Government could have responded, by recognizing an opportunity to pose as public-health-conscious while imposing taxes on sugar-heavy products to persuade Canadians that the better course of safety is to avoid excess sugar consumption. That hasn't happened, and likely it will not. The media had a ball with it, though. It was an attention-grabber, it did make people who use copious amounts of sugar at the table -- sweetener for hot beverages, fruit, baked goods come to mind -- feel exceedingly guilty.
cupcakemojo.com

Sugar use as a furtive, societal-unapproved activity?

The World Health Organization responded by urging consumers to radically change their sugar-addiction habits for the good of their short- and long-term health and that of their families. The U.S. Institute of Medicine's recommendation for sugar use puts it at a maximum of 25% of daily calories derived from sugar consumption. Canada's food guide simply recommends balanced moderation. Which may mean many things to many people, sensible awareness among them.

At an informed guess Canadian consumption of added sugars (setting aside naturally occurring fructose in fruit and juices) reasonably would rate at between 11% to 13%. Moreover, a recent study out of Canada found "added sugar intakes have been stable or modestly declining ... over the past three decades." Soft drinks are singled out comprising the largest source of sugar in the American diet, emphasized the JAMA article. But in Canada soft drinks like soda and pop are less popular than in the U.S.

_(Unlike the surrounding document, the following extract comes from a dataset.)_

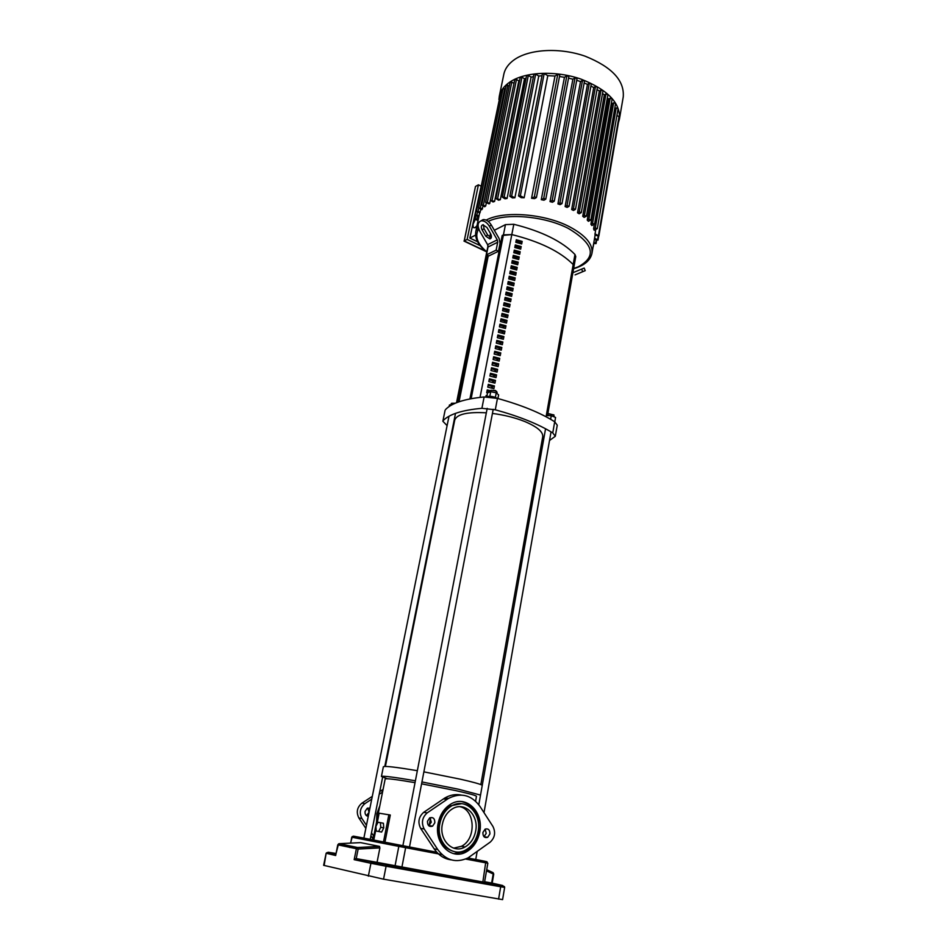 <?xml version="1.0" encoding="UTF-8"?>
<svg xmlns="http://www.w3.org/2000/svg" width="947" height="947" viewBox="0 0 947 947"><rect width="100%" height="100%" fill="white"/><g stroke="black" fill="none" stroke-linecap="round" stroke-linejoin="round"><path stroke-width="1.42" d="M488.261 255.702L459.046 401.777L488.261 255.702M485.87 396.864L486.142 395.491L487.007 395.704M486.817 396.698L485.953 396.485M487.551 392.91L486.687 392.697L487.22 389.915L490.084 390.638M489.8 391.62L487.03 390.91M487.764 387.134L488.297 384.352L494.417 385.938L493.884 388.708L487.764 387.134M492.298 388.294L492.641 386.53L488.107 385.37M492.641 386.53L494.417 385.938M488.841 381.582L489.374 378.8L495.482 380.386L494.95 383.156L488.841 381.582M493.375 382.742L493.707 381.002L489.173 379.83M493.707 381.002L495.482 380.386M489.907 376.042L490.439 373.272L496.548 374.858L496.015 377.628L489.907 376.042M494.441 377.202L494.772 375.486L490.238 374.314M494.772 375.486L496.548 374.858M490.984 370.514L491.517 367.756L497.601 369.354L497.08 372.1L490.984 370.514M495.494 371.674L495.826 369.981L491.315 368.797M495.826 369.981L497.601 369.354M492.049 365.009L492.582 362.251L498.667 363.849L498.134 366.596L492.049 365.009M496.559 366.169L496.879 364.488L492.369 363.317M496.879 364.488L498.667 363.849M493.115 359.517L493.636 356.77L499.708 358.368L499.187 361.103L493.115 359.517M497.613 360.677L497.933 359.02L493.434 357.836M497.933 359.02L499.708 358.368M494.168 354.036L494.701 351.301L500.762 352.9L500.241 355.634L494.168 354.036M498.667 355.196L498.986 353.551L494.488 352.379M498.986 353.551L500.762 352.9M495.234 348.567L495.755 345.844L501.815 347.442L501.283 350.165L495.234 348.567M499.72 349.739L500.04 348.117L495.541 346.933M500.04 348.117L501.815 347.442M496.287 343.122L496.808 340.399L502.857 342.009L502.336 344.72L496.287 343.122M500.774 344.294L501.081 342.684L496.595 341.5M501.081 342.684L502.857 342.009M497.341 337.688L497.862 334.978L503.899 336.576L503.378 339.286L497.341 337.688M501.815 338.86L502.123 337.262L497.649 336.078M502.123 337.262L503.899 336.576M498.382 332.267L498.915 329.568L504.94 331.166L504.42 333.877L498.382 332.267M502.857 333.439L503.165 331.864L498.69 330.681M503.165 331.864L504.94 331.166M499.436 326.857L499.957 324.17L505.97 325.78L505.461 328.467L499.436 326.857M503.899 328.041L504.195 326.478L499.732 325.295M504.195 326.478L505.97 325.78M500.478 321.471L500.999 318.784L507.012 320.394L506.491 323.081L500.478 321.471M504.94 322.655L505.236 321.116L500.774 319.92M505.236 321.116L507.012 320.394M501.519 316.097L502.04 313.41L508.042 315.031L507.521 317.707L501.519 316.097M505.97 317.281L506.266 315.753L501.815 314.558M506.266 315.753L508.042 315.031M502.561 310.734L503.07 308.059L509.06 309.681L508.551 312.356L502.561 310.734M507 311.918L507.296 310.415L502.845 309.219M507.296 310.415L509.06 309.681M503.591 305.384L504.112 302.72L510.09 304.342L509.581 307.006L503.591 305.384M508.03 306.568L508.314 305.088L503.875 303.892M508.314 305.088L510.09 304.342M504.621 300.057L505.142 297.394L511.108 299.015L510.599 301.679L504.621 300.057M509.06 301.241L509.344 299.773L504.905 298.577M509.344 299.773L511.108 299.015M505.651 294.742L506.172 292.078L512.138 293.712L511.629 296.364L505.651 294.742M510.078 295.926L510.362 294.47L505.935 293.274M510.362 294.47L512.138 293.712M506.681 289.439L507.19 286.787L513.144 288.421L512.647 291.06L506.681 289.439M511.096 290.622L511.38 289.19L506.965 287.983M511.38 289.19L513.144 288.421M507.71 284.147L508.219 281.508L514.162 283.141L513.653 285.769L507.71 284.147M512.114 285.331L512.386 283.911L507.983 282.715M512.386 283.911L514.162 283.141M508.728 278.868L509.237 276.24L515.18 277.873L514.671 280.501L508.728 278.868M513.132 280.063L513.404 278.655L509.001 277.459M513.404 278.655L515.18 277.873M509.746 273.612L510.255 270.984L516.186 272.618L515.677 275.246L509.746 273.612M514.15 274.808L514.41 273.411L510.019 272.215M514.41 273.411L516.186 272.618M510.764 268.356L511.273 265.74L517.192 267.385L516.683 270.002L510.764 268.356M515.156 269.552L515.417 268.19L511.025 266.983M515.417 268.19L517.192 267.385M511.771 263.124L512.28 260.52L518.198 262.153L517.689 264.769L511.771 263.124M516.162 264.32L516.423 262.97L512.043 261.763M516.423 262.97L518.198 262.153M512.789 257.904L513.286 255.299L519.193 256.945L518.696 259.549L512.789 257.904M517.169 259.111L517.429 257.773L513.049 256.566M517.429 257.773L519.193 256.945M513.795 252.707L514.292 250.103L520.187 251.748L519.69 254.341L513.795 252.707M518.175 253.903L518.423 252.589L514.055 251.369M518.423 252.589L520.187 251.748M514.801 247.51L515.298 244.918L521.181 246.563L520.684 249.156L514.801 247.51M519.169 248.718L519.418 247.404L515.05 246.196M519.418 247.404L521.181 246.563M515.807 242.337L516.304 239.745L522.176 241.402L521.679 243.983L515.807 242.337M520.163 243.533L520.412 242.254L516.056 241.035M520.412 242.254L522.176 241.402M494.334 230.275L505.461 224.617L503.437 234.868L502.182 235.495L469.901 398.936L502.182 235.495L511.806 234.572C539.897 241.592 560.352 251.582 573.172 264.533L573.989 266.581L547.757 414.206M498.418 884.758L491.6 883.385L498.418 884.758M335.913 853.768L330.633 852.702L335.948 853.638M378.634 863.202L371.792 861.829L378.634 863.202M335.854 854.064L328.195 852.241L326.679 853.354L335.664 855.52L335.877 854.502M335.664 855.52L337.771 844.819L338.73 843.907M358.155 849.057L357.552 847.506L356.392 848.713L358.155 849.057L379.901 847.908L377.048 862.35L356.214 858.609L358.155 849.057M360.523 842.617L379.404 846.369L379.901 847.908M379.404 846.369L357.552 847.506L339.133 843.682L360.641 842.617M337.878 844.842L356.392 848.713L354.166 859.663L356.214 858.609M486.711 869.701L492.902 872.566L493.565 874.034M491.611 883.006L484.627 881.74M324.134 865.511L326.159 853.2L323.625 865.321L383.547 879.183L502.585 899.626L504.656 887.363L500.679 886.759L498.584 899.117M465.593 859.036L487.835 863.226L484.521 882.308L377.048 862.35M475.607 801.198L476.471 796.32C476.282 795.539 469.381 793.645 455.767 790.615L421.593 783.832M480.52 795.078L458.395 789.206L421.948 781.95M482.26 785.264C480.247 784.069 472.896 782.033 460.23 779.156L423.877 771.852M460.053 806.702C475.358 809.969 476.471 839.042 461.438 846.298L453.672 848.145M380.753 827.276L378.658 831.478L376.231 831.04L375.912 826.423L377.983 822.256L380.41 822.659L380.753 827.276L383.736 827.867L381.641 832.058L378.658 831.478M381.641 832.058L376.231 831.04M383.736 827.867L383.393 823.251L380.41 822.659M376.906 824.423L379.143 813.201L390.306 815.024L384.944 842.214L373.781 840.06L376.066 828.637M388.862 814.728L383.499 841.942M373.793 840.048L373.011 839.894L385.18 778.931C386.329 778.221 396.272 779.464 415.035 782.66M436.792 852.253L384.944 842.214M417.343 770.704C396.059 767.129 384.742 765.815 383.369 766.762L381.428 776.481L387.216 778.706M415.39 780.778C394.082 777.132 382.766 775.7 381.428 776.481M448.996 416.242L363.873 838.131L370.194 839.338L382.624 777.25M450.689 404.937L451.447 403.375L454.738 403.458M455.282 403.221L451.66 403.256M451.707 404.949L449.458 404.925L449.138 406.523M497.27 398.356L495.601 397.468C491.73 396.142 488.735 395.941 486.604 396.864M489.717 392.034L491.162 390.247L495.565 390.91L497.092 392.271L496.891 393.384M496.619 391.478L495.34 390.46L490.688 390.342M489.836 396.284L490.724 391.703L487.575 392.745L486.805 396.746M497.909 398.521L498.596 394.923L496.252 392.804L490.724 391.703M495.376 397.373L496.252 392.804M469.511 857.059L469.298 858.278L475.749 859.509L477.134 851.613M555.001 421.96L554.113 421.391M547.295 415.626L548.585 413.934L553.675 414.845L554.279 416.917M553.995 415.035L548.751 413.661M554.8 421.806L555.569 417.449L551.261 415.686L546.277 415.615L545.874 416.656M550.621 419.284L551.261 415.686M546.076 416.763L573.172 264.533L573.989 266.581M480.839 784.601L542.714 436.816C543.27 431.891 537.233 426.777 524.602 421.451C514.931 417.639 504.206 414.964 492.428 413.437M486.332 412.821C467.463 411.779 456.928 414.182 454.738 420.042L454.714 420.184M486.959 227.481L490.605 233.779C491.895 236.501 491.659 238.206 489.907 238.916L485.787 236.217L482.153 229.955C480.851 227.221 481.088 225.493 482.863 224.782L486.959 227.481M483.384 224.759L484.047 228.724L487.681 234.986L491.268 237.709M497.27 239.863L489.374 226.226L491.28 224.995L499.152 238.608L500.04 243.355L498.477 251.275L496.133 250.15L497.708 242.231L497.27 239.863L487.598 244.657L488.036 247.013L486.462 254.85L488.782 255.95L498.477 251.275M487.598 244.657L479.774 231.186C477.158 225.706 477.631 222.249 481.206 220.817C484.201 220.604 486.924 222.415 489.374 226.226M491.28 224.995C488.83 221.184 486.107 219.384 483.112 219.597L480.969 220.864M486.462 254.85L496.133 250.15M575.066 274.89L585.222 270.641L575.066 274.867M585.222 270.641L584.181 268.072L581.647 269.102L582.701 271.682M572.888 272.724L581.647 269.102M471.133 398.699L503.437 234.868L511.806 234.572C539.897 241.592 560.352 251.582 573.172 264.533L574.959 254.471L575.764 256.542L573.989 266.533M505.461 224.617L513.807 224.285C541.826 231.317 562.21 241.378 574.959 254.471M517.393 253.678L517.642 252.423M447.102 425.629L442.865 421.261L445.054 410.43M445.492 409.613C451.601 403.102 464.48 398.888 484.118 396.959L481.905 408.311C462.243 410.11 449.363 414.17 443.279 420.504M541.506 443.598L543.01 443.125M549.532 440.462L555.309 436.271L552.752 432.909C538.571 424.138 519.418 416.431 495.293 409.791L497.459 398.403L484.118 396.959M481.905 408.311L495.293 409.791M497.459 398.403C521.513 405.067 540.595 412.856 554.705 421.77L552.752 432.909M555.321 436.212L557.25 425.191L554.705 421.77M618.474 122.435L619.421 119.097C620.652 103.093 607.832 89.752 580.973 79.098C555.676 70.315 525.206 71.735 510.031 81.939C504.1 85.94 500.525 90.687 499.318 96.192L498.915 99.53M619.492 118.695L623.244 96.902C624.558 80.531 611.869 66.965 585.199 56.216C560.079 47.374 529.764 48.984 514.588 59.507C508.669 63.627 505.094 68.504 503.851 74.126L503.78 74.482M489.066 203.83L485.622 202.433L487.374 202.327L489.706 203.487L489.066 203.83M486.273 203.108L485.693 205.949L484.663 206.754L481.715 204.954L485.693 205.949M483.112 205.984L481.774 209.725L478.649 207.843L482.532 208.802M480.851 209.263L479.809 213.099L476.448 211.11L480.283 212.045M477.039 225.564C475.418 227.671 474.151 228.251 473.251 227.304L473.027 224.285L475.335 219.384M478.022 201.202L478.851 197.154M476.661 227.422L474.163 227.765M478.401 184.819L467.143 239.413L464.208 240.929L475.477 186.488L478.401 184.819L481.112 186.18M480.768 187.873L469.842 238.064L475.583 235.116M464.243 240.94L474.447 191.436M463.983 241.071L486.166 251.594M467.143 239.413L480.153 245.616M477.619 241.781L469.842 238.064M485.456 251.014L464.208 240.929M594.917 233.743L598.859 236.052L594.965 235.128L595.651 229.541M614.662 108.787L616.177 107.934L595.296 228.002L597.297 228.641L594.148 230.228L593.591 228.783L594.361 224.356M612.022 103.768L613.644 102.832L592.55 223.48L594.562 224.119L591.816 225.54L590.904 224.25L612.022 103.768L611.431 102.868M608.566 99.139L610.176 98.204L588.868 219.337L590.892 219.976L588.407 221.29L587.235 220.106L608.566 99.139L607.347 97.825M604.304 94.925L605.95 93.954L584.406 215.49L586.442 216.153L584.145 217.384L582.736 216.283L604.304 94.925L602.529 93.433M599.344 91.054L601.037 90.048L579.244 211.939L581.292 212.602L579.15 213.773L577.528 212.767L599.344 91.054L597.036 89.527M571.657 209.524L573.432 208.648L575.492 209.323L573.468 210.447L571.657 209.524L593.722 87.538L590.916 86.047M565.122 206.564L567.004 205.629L569.064 206.304L567.123 207.405L565.122 206.564L587.448 84.378L584.157 82.957M557.925 203.913L559.937 202.895L562.009 203.581L560.127 204.659L557.925 203.913L580.523 81.572L576.723 80.306M550.018 201.593L552.196 200.48L554.267 201.166L552.432 202.244L550.018 201.593L572.888 79.193L568.543 78.128M541.293 199.687L543.72 198.432L545.792 199.119L543.969 200.196L541.293 199.687L564.448 77.299L559.488 76.518M531.563 198.29L534.357 196.834L536.428 197.532L534.57 198.633L531.563 198.29L555.001 76.032L547.804 75.665L524.153 197.757L521.229 197.674L518.53 195.958L542.382 73.795L544.17 73.582L547.804 75.665M541.992 75.772L538.784 75.997L514.896 197.769L512.445 197.923L509.817 196.242L533.871 74.422L535.647 74.209L538.784 75.997M533.433 76.66L531.113 77.074L507.059 198.479L504.952 198.799L502.336 197.13L526.556 75.677L528.308 75.488L531.113 77.074M526.035 78.27L524.508 78.719L500.336 199.71L498.536 200.172L495.885 198.491L520.211 77.465L521.951 77.275L524.508 78.719M519.595 80.507L518.838 80.838L494.583 201.403L493.044 201.971L490.333 200.279L514.73 79.69L516.47 79.501L518.838 80.838M490.333 200.409L489.706 203.487M485.622 202.433L510.054 82.33L511.782 82.14L513.984 83.383M524.153 197.757L520.353 195.828L518.53 195.958M514.896 197.769L511.629 196.112L509.817 196.242M507.059 198.479L504.135 197L502.336 197.13M500.336 199.71L495.885 198.491M494.583 201.403L490.333 200.279M595.296 228.002L593.591 228.783M616.177 107.934L618.107 108.597L597.297 228.641M592.55 223.48L590.904 224.25M613.644 102.832L615.586 103.507L594.562 224.119M588.868 219.337L587.235 220.106M610.176 98.204L612.129 98.879L590.892 219.976M584.406 215.49L582.736 216.283M605.95 93.954L607.915 94.641L586.442 216.153M579.244 211.939L577.528 212.767M601.037 90.048L603.002 90.746L581.292 212.602M478.803 216.899L475.228 214.815L479.04 215.75M478.022 220.746L475.169 219.029L478.247 219.609M587.448 84.378L589.306 83.241L591.295 83.94L569.064 206.304M580.523 81.572L582.512 80.353L584.5 81.063L562.009 203.581M572.888 79.193L575.054 77.843L577.043 78.565L554.267 201.166M564.448 77.299L566.851 75.784L568.851 76.506L545.792 199.119M555.001 76.032L557.783 74.268L559.784 74.991L536.428 197.532M593.722 87.538L595.485 86.485L597.462 87.183L575.492 209.323M475.228 214.815L499.992 96.499M476.448 211.11L500.797 92.593L502.324 92.344M478.649 207.843L503.058 88.769L505.426 88.959M481.715 204.954L506.16 85.348L509.308 85.976M616.947 115.297L619.397 117.049L598.859 236.052M594.598 238.135L597.983 240.136L594.385 239.354M593.887 242.254L596.042 243.628L593.674 243.462M429.997 817.735L431.276 822.197L428.731 825.725M427.464 821.262C427.44 825.512 429.145 827.133 432.59 826.151L434.827 822.765C434.851 818.516 433.134 816.894 429.678 817.9L427.464 821.262M485.113 829.146L486.213 833.348L483.988 836.722L487.658 837.337L489.907 833.94C489.919 829.892 488.332 828.294 485.124 829.146L482.899 832.52C482.875 836.568 484.462 838.166 487.658 837.337M442.344 824.292C438.852 840.202 453.104 854.241 465.072 846.949C470.671 843.659 474.198 838.355 475.666 831.052C479.052 815.071 464.61 801.055 452.465 808.821C447.185 812.1 443.812 817.249 442.344 824.292M461.864 801.576C474.554 805.376 480.141 815.414 478.637 831.703C476.803 840.853 472.375 847.482 465.344 851.602L453.85 853.697M438.13 823.428C433.75 843.303 451.518 860.823 466.445 851.803C473.476 847.683 477.904 841.043 479.738 831.88C483.941 811.922 465.888 794.415 450.701 804.181C444.155 808.276 439.964 814.692 438.13 823.428M454.276 851.613C442.438 848.181 437.265 838.841 438.745 823.606C440.438 815.556 444.297 809.649 450.334 805.885L461.651 803.648M478.105 831.549C476.424 839.965 472.352 846.062 465.9 849.861C452.157 858.195 435.798 842.061 439.822 823.772C441.503 815.71 445.374 809.803 451.411 806.039C465.379 797.078 481.987 813.189 478.105 831.549M429.121 825.512L430.53 818.362M479.987 806.442C471.452 794.864 460.94 792.201 448.428 798.439L427.215 812.869C422.149 817.391 421.143 822.765 424.173 828.98L437.727 849.518C446.037 860.563 456.158 863.356 468.078 857.875L490.203 842.132C494.914 837.657 495.826 832.437 492.925 826.447L479.987 806.442M451.186 859.852C444.25 858.965 438.568 855.295 434.152 848.832L420.646 828.388C417.627 822.197 418.633 816.847 423.688 812.337L444.865 797.978C450.18 794.912 455.614 793.929 461.177 795.042M368.265 816.338C365.873 815.912 364.82 814.266 365.092 811.378L367.235 808.276L369.934 808.051M366.418 815.639L369.07 812.313L367.72 808.051M376.527 822.28L376.859 813.757L379.818 805.79M383.073 789.502L379.771 791.503M372.289 796.38L361.908 803.163C357.055 807.318 356.048 812.254 358.877 817.983L365.838 828.365M370.881 835.881L373.177 839.066M373.757 836.177L371.496 832.815M366.453 825.287L361.908 818.492C359.055 812.739 360.073 807.779 364.926 803.612L371.733 799.161M379.214 794.261L382.564 792.083M487.255 255.228L457.803 402.215M513.807 224.285L480.046 397.373M486.509 870.885L493.198 873.974L491.647 883.006M491.564 882.995L502.703 885.504M502.62 885.481L500.016 885.208L500.679 886.759L386.092 866.233L386.021 864.8L500.359 885.398C503.437 885.907 504.869 886.558 504.656 887.351M500.016 885.208L371.733 862.101L370.928 863.273L386.092 866.233L383.547 879.183M385.867 864.67L355.587 858.692M354.166 859.663L370.928 863.273L368.347 876.188M372.23 862.019L356.321 858.621M328.195 852.241L335.984 853.46M482.84 882.059L485.847 861.592L467.794 858.029M405.505 846.204L399.587 845.221L405.636 846.31L405.647 847.683L442 854.573M400.06 845.162L352.379 836.461L399.587 845.221L398.817 846.381L405.647 847.683L401.836 867.499M350.508 843.114L352.379 836.461L351.953 837.231L398.817 846.381L394.994 866.162M351.728 837.184L350.745 843.102M353.444 836.142L363.873 838.107M370.194 839.302L373.023 839.835M486.533 861.569L487.196 862.078M467.925 857.958L469.31 858.231M475.749 859.474L485.432 861.368M349.845 847.506L350.13 846.133M482.153 229.955L484.047 228.724M485.787 236.217L487.681 234.986M488.036 247.013L497.708 242.231M491.244 235.282L490.783 237.626M486.805 251.819C477.205 243.817 474.506 236.158 478.697 228.866M488.238 221.385C505.84 212.732 544.596 216.011 568.413 228.476C593.899 243.758 597.143 256.554 578.144 266.865L573.645 268.498M573.598 268.735C584.181 265.598 590.289 260.532 591.922 253.547C593.165 244.326 585.708 235.401 569.538 226.759C544.561 213.643 503.662 210.542 486.178 220.095M478.128 226.463L475.844 231.399C474.648 238.419 478.282 245.309 486.758 252.068M511.782 82.14L487.374 202.327M544.17 73.582L520.353 195.828M535.647 74.209L511.629 196.112M528.308 75.488L504.135 197M521.951 77.275L497.672 198.373M516.47 79.501L492.109 200.16M589.306 83.241L567.004 205.629M582.512 80.353L559.937 202.895M575.054 77.843L552.196 200.48M566.851 75.784L543.72 198.432M557.783 74.268L534.357 196.834M595.485 86.485L573.432 208.648M477.43 216.224L476.874 218.935M477.501 211.962L476.945 214.72M478.768 208.162L478.176 211.015M504.763 88.592L480.389 207.748M507.876 85.171L483.467 204.848M619.018 116.481L598.445 235.543M598.137 236.407L597.581 239.638M596.137 240.242L595.639 243.13M446.996 799.363L443.421 798.901M437.727 849.518L434.152 848.832M424.173 828.98L420.646 828.388M427.215 812.869L423.688 812.337M380.836 790.804L382.766 791.053M371.603 836.947L373.532 837.314M358.877 817.983L361.908 818.492M361.908 803.163L364.926 803.612M488.025 245.746L456.537 402.7M326.159 853.2L327.165 852.537L335.783 854.431M379.605 846.452L357.126 847.624L338.553 843.86L335.676 854.952M492.18 883.125L493.742 874.069L493.186 872.779L486.699 869.784M487.835 863.226L485.847 861.592L467.617 858.124M349.621 847.47L349.905 846.097M455.519 413.354L384.79 766.431M493.221 409.293L409.518 846.938M487.196 408.358L402.889 845.671M545.555 428.766L478.803 804.749M551.047 431.868L484 812.644M385.393 766.419L454.738 420.042M489.907 238.916L491.031 238.182M483.112 219.597L481.206 220.817M491.505 388.081L491.836 386.317M492.57 382.529L492.902 380.789M493.636 376.989L493.967 375.261M494.701 371.461L495.032 369.768M495.766 365.956L496.086 364.275M496.82 360.464L497.139 358.795M497.873 354.983L498.193 353.338M498.927 349.526L499.247 347.892M499.98 344.081L500.288 342.471M501.022 338.647L501.33 337.049M502.064 333.226L502.372 331.651M503.106 327.828L503.413 326.265M504.147 322.43L504.443 320.891M505.177 317.056L505.473 315.54M506.219 311.705L506.503 310.19M507.249 306.355L507.533 304.863M508.279 301.028L508.563 299.548M509.297 295.713L509.581 294.257M510.315 290.409L510.599 288.965M511.333 285.118L511.617 283.698M512.351 279.839L512.623 278.442M513.369 274.583L513.641 273.198M514.375 269.339L514.647 267.965M515.381 264.106L515.653 262.745M516.387 258.886L516.648 257.548M490.475 233.542L489.741 237.176M442.865 421.261L445.066 410.382M503.851 74.126L499.318 96.192M479.608 212.992L475.844 231.399M595.107 235.199L591.982 253.228M475.903 215.478L475.169 219.029M598.646 236.276L597.983 240.136M596.598 240.42L596.042 243.628M593.769 243.509L593.236 246.634M429.038 825.571L432.59 826.151M461.438 846.298L465.072 846.949M465.344 851.602L466.445 851.803M451.411 806.039L450.334 805.885M444.865 797.978L448.428 798.439M366.903 815.414L368.407 815.663M382.209 789.964L382.967 790.058"/></g></svg>

In Canada the top three beverages of choice are water, coffee and milk. Canadians tend to consume less than half of their sugar from soft drinks as compared to Americans. While the JAMA article followed diet diaries of thousands of Americans to conclude that people who took over 25% of their daily calories from sugar tripled their risk of dying of heart disease. However, the JAMA article's insistence of a connection between heart disease and soda seems to be contradicted by their own raw data.

The almost twelve thousand participants in the study over 18 years had been divided into distinct groups based on weekly soda consumption; ranging from less than one can of pop daily to more than one a day. Among the less-than-once-a-day groups 468 deaths occurred from heart disease, while a similar sized group of once-a-day pop consumption came out with 183 deaths. Does that make sense? If the more sugar one ingests, the more dangerous to health it becomes?

British researchers examining countless randomized controlled tests searching allegations made disfavouring sugar -- that it leads to a metabolic syndrome resulting in obesity, high blood pressure and high cholesterol, diabetes and stroke -- came up with no impact related to sugar consumption even when patients consumed almost half their total calories in sugar. Studies searching to relate sugar and cancer, depression and dementia similarly turned up no connection.

The reality appears to be that in Canada both sugar consumption and health disease are in decline mode.